This week’s firing of American commander Stanley McChrystal from Afghanistan was treated by most of the media in the US as the removal of a brave man to be replaced by another brave man, Gen. David Petraeus. Fawning and far too embedded in the mindset of military jargon. After all, what would a simple reporter know about war and conflict?
Some digging would help. Who exactly was McChrystal (we have to rely on London’s Independent to provide the history)?:
They called it the “Death Star” because according to one source who worked inside it, “you could just reach out with a finger and eliminate” somebody. On the walls were banks of television screens, known by the special forces boys as “Kill TV”, where footage from image-intensifier cameras of the enemy being blown up by air strikes, or being gunned down by undercover hit teams was shown.
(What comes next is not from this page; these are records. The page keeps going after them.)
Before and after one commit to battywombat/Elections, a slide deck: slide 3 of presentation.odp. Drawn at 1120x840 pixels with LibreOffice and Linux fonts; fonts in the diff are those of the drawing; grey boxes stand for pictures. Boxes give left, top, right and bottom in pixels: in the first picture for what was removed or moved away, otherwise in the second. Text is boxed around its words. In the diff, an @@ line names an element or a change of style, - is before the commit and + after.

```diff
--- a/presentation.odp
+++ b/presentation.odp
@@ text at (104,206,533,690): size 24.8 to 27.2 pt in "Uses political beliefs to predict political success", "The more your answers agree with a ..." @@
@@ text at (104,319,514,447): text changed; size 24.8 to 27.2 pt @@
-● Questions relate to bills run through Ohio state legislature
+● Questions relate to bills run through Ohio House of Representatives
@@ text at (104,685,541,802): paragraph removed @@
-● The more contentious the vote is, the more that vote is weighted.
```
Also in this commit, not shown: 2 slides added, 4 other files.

This place was “the Machine”, a state-of-the-art military command centre hidden away in an airbase in Balad, a desolate stretch of land north of Baghdad. It was created by Major General Stanley McChrystal, the chief of US Special Forces, the most secretive force in the American military. Here, in the permanently darkened communications cockpit, dozens of US and British (SAS) personnel would gather around as nightly raids took place against al-Qa’ida and their insurgent allies.
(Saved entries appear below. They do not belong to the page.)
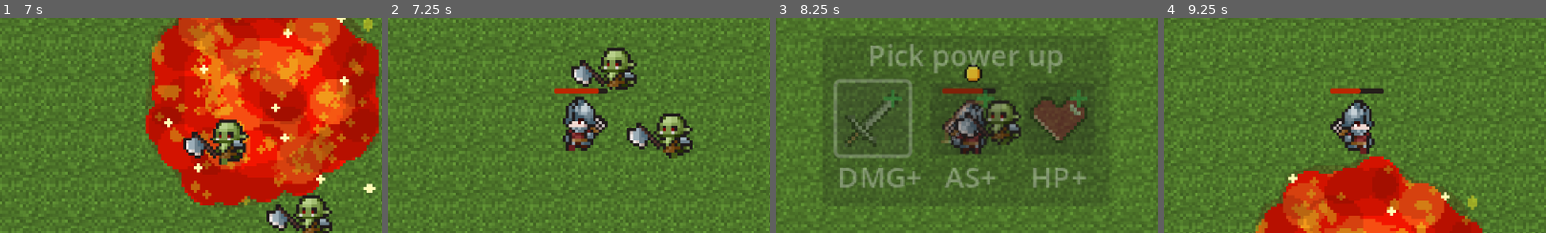
Above: before the commit, frames 1-4 (left to right).
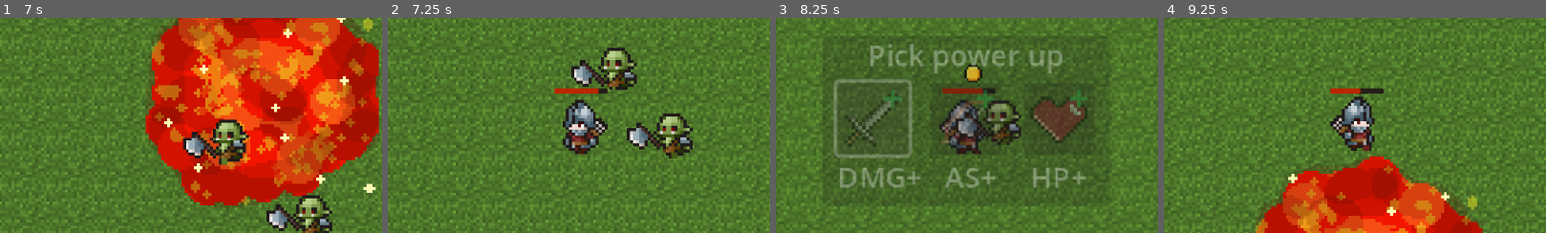
Above: after the commit, the same moments.

Repository: Qxver/Godot-Game
Game: Godot game, scene res://Menu/menu.tscn
Two runs of this game, one before a commit and one after it. Both use one fixed random seed, a clock stepped at 60 frames per second and the inputs below.
Inputs (mouse positions are % of the whole screen's width and height, from its top left):
- Up to frame 1 (7 s): click "Play" at 0.5 s; click (31, 50) at 1.25 s; tap Enter at 2 s; hold Right (move_right) 2.03-2.78 s; hold S (move_down) 2.78-3.53 s; hold Right (move_right) 3.53-4.28 s; hold W (move_up) 4.28-5.03 s; hold Left (move_left) 5.03-6.53 s; hold S (move_down) from 6.53 s (still down)
- Up to frame 2 (7.25 s): keep holding S (move_down)
- Up to frame 3 (8.25 s): release S (move_down) at 7.28 s; hold Right (move_right) 7.28-8 s; click "DMG+" at 8 s
- Up to frame 4 (9.25 s): hold W (move_up) from 8.78 s (still down)
The pictures show only the part of the screen within x 25-75%, y 25-75%; the shares and areas given below are measured in that part.

Frame 1 is identical in both runs. In frame 2, 1.7% of the frame differs, in the area x 45-58%, y 36-64%; in frame 3, 1.1%; in frame 4, 1.6%.

Commit message:
Player death and hurt animations

Diff:
--- a/player.gd
+++ b/player.gd
@@ -2,6 +2,7 @@
 
 #Player related
 var speed = 100
+var is_dead = false
 signal health_depleted
 signal levelup
 
@@ -105,13 +106,16 @@
 
 func get_exp(enemy_exp):
 	exp+=enemy_exp
-	if exp>exp_to_next_level:
+	if exp>exp_to_next_level and not is_dead:
 		level_up()
 
 func _physics_process(delta: float) -> void:
+	if is_dead:
+		return
 	var direction = Input.get_vector("move_left", "move_right", "move_up", "move_down")  # player movement
 	velocity = direction * speed  # player speed
 	move_and_slide()
+
 
 	# animation
 	if Input.is_action_pressed("move_left") or Input.is_action_pressed("move_right") or Input.is_action_pressed("move_up") or Input.is_action_pressed("move_down"):
@@ -128,10 +132,14 @@
 	var overlapping_mobs = %HealthBox.get_overlapping_bodies()
 	if overlapping_mobs.size() > 0:
 		for mob in overlapping_mobs:
-			if mob.is_in_group("enemies"):
-				PlayerStats.health 	-= mob.damage * delta
+			if mob and is_instance_valid(mob) and mob.is_in_group("enemies") and not is_dead:
+				PlayerStats.health -= mob.damage * delta
+				$AnimatedSprite2D.play("hurt")
 		%HealthBar.value = PlayerStats.health
-		if PlayerStats.health <= 0:
+		if PlayerStats.health <= 0 and not is_dead:
+			is_dead = true
+			$AnimatedSprite2D.play("death")
+			await $AnimatedSprite2D.animation_finished
 			health_depleted.emit()
 
 func _on_level_up_as_up() -> void:
--- a/player.tscn
+++ b/player.tscn
@@ -1,8 +1,42 @@
-[gd_scene load_steps=25 format=3 uid="uid://dbgqk7a3fu54m"]
+[gd_scene load_steps=35 format=3 uid="uid://dbgqk7a3fu54m"]
 
 [ext_resource type="Script" uid="uid://b67fmjvhekpbx" path="res://player.gd" id="1_0bb2n"]
 [ext_resource type="Texture2D" uid="uid://c1vjmgtcvdvcb" path="res://Assets/Characters(100x100)/Soldier/Soldier/Soldier-Idle.png" id="1_4flbx"]
+[ext_resource type="Texture2D" uid="uid://cpeuvg6b3pwsq" path="res://Assets/Characters(100x100)/Soldier/Soldier/Soldier-Death.png" id="2_hqtel"]
 [ext_resource type="Texture2D" uid="uid://0xtjw0fyn7yt" path="res://Assets/Characters(100x100)/Soldier/Soldier/Soldier-Walk.png" id="3_i3pqv"]
+[ext_resource type="Texture2D" uid="uid://bcu6rhog42is1" path="res://Assets/Characters(100x100)/Soldier/Soldier/Soldier-Hurt.png" id="3_sweqy"]
+
+[sub_resource type="AtlasTexture" id="AtlasTexture_u1c27"]
+atlas = ExtResource("2_hqtel")
+region = Rect2(0, 0, 100, 100)
+
+[sub_resource type="AtlasTexture" id="AtlasTexture_op7ga"]
+atlas = ExtResource("2_hqtel")
+region = Rect2(100, 0, 100, 100)
+
+[sub_resource type="AtlasTexture" id="AtlasTexture_q13i1"]
+atlas = ExtResource("2_hqtel")
+region = Rect2(200, 0, 100, 100)
+
+[sub_resource type="AtlasTexture" id="AtlasTexture_pylmc"]
+atlas = ExtResource("2_hqtel")
+region = Rect2(300, 0, 100, 100)
+
+[sub_resource type="AtlasTexture" id="AtlasTexture_pbfsw"]
+atlas = ExtResource("3_sweqy")
+region = Rect2(0, 0, 100, 100)
+
+[sub_resource type="AtlasTexture" id="AtlasTexture_5tmop"]
+atlas = ExtResource("3_sweqy")
+region = Rect2(100, 0, 100, 100)
+
+[sub_resource type="AtlasTexture" id="AtlasTexture_7ahtn"]
+atlas = ExtResource("3_sweqy")
+region = Rect2(200, 0, 100, 100)
+
+[sub_resource type="AtlasTexture" id="AtlasTexture_7lmhl"]
+atlas = ExtResource("3_sweqy")
+region = Rect2(300, 0, 100, 100)
 
 [sub_resource type="AtlasTexture" id="AtlasTexture_onrkg"]
 atlas = ExtResource("1_4flbx")
@@ -62,6 +96,40 @@
 
 [sub_resource type="SpriteFrames" id="SpriteFrames_dw050"]
 animations = [{
+"frames": [{
+"duration": 2.0,
+"texture": SubResource("AtlasTexture_u1c27")
+}, {
+"duration": 2.0,
+"texture": SubResource("AtlasTexture_op7ga")
+}, {
+"duration": 2.0,
+"texture": SubResource("AtlasTexture_q13i1")
+}, {
+"duration": 2.0,
+"texture": SubResource("AtlasTexture_pylmc")
+}],
+"loop": false,
+"name": &"death",
+"speed": 5.0
+}, {
+"frames": [{
+"duration": 1.0,
+"texture": SubResource("AtlasTexture_pbfsw")
+}, {
+"duration": 1.0,
+"texture": SubResource("AtlasTexture_5tmop")
+}, {
+"duration": 1.0,
+"texture": SubResource("AtlasTexture_7ahtn")
+}, {
+"duration": 1.0,
+"texture": SubResource("AtlasTexture_7lmhl")
+}],
+"loop": false,
+"name": &"hurt",
+"speed": 5.0
+}, {
 "frames": [{
 "duration": 1.0,
 "texture": SubResource("AtlasTexture_onrkg")
@@ -153,9 +221,10 @@
 [node name="AnimatedSprite2D" type="AnimatedSprite2D" parent="."]
 position = Vector2(-1, -7)
 sprite_frames = SubResource("SpriteFrames_dw050")
-animation = &"idle"
+animation = &"hurt"
 autoplay = "idle"
-frame_progress = 0.0545965
+frame = 3
+frame_progress = 1.0
 script = SubResource("GDScript_i3pqv")
 
 [node name="CollisionShape2D" type="CollisionShape2D" parent="."]

Sometimes McChrystal would lead the raids himself, his squad of elite undercover combat troops, known as Delta Force, being told at the last minute that the commander was coming along for the ride. No one was quite sure what the Pentagon policy was on two star generals going on such dangerous missions, but then very few people in the US Department of Defence, and even fewer outside it in Washington, were even aware of these shadowy operations going on in Iraq.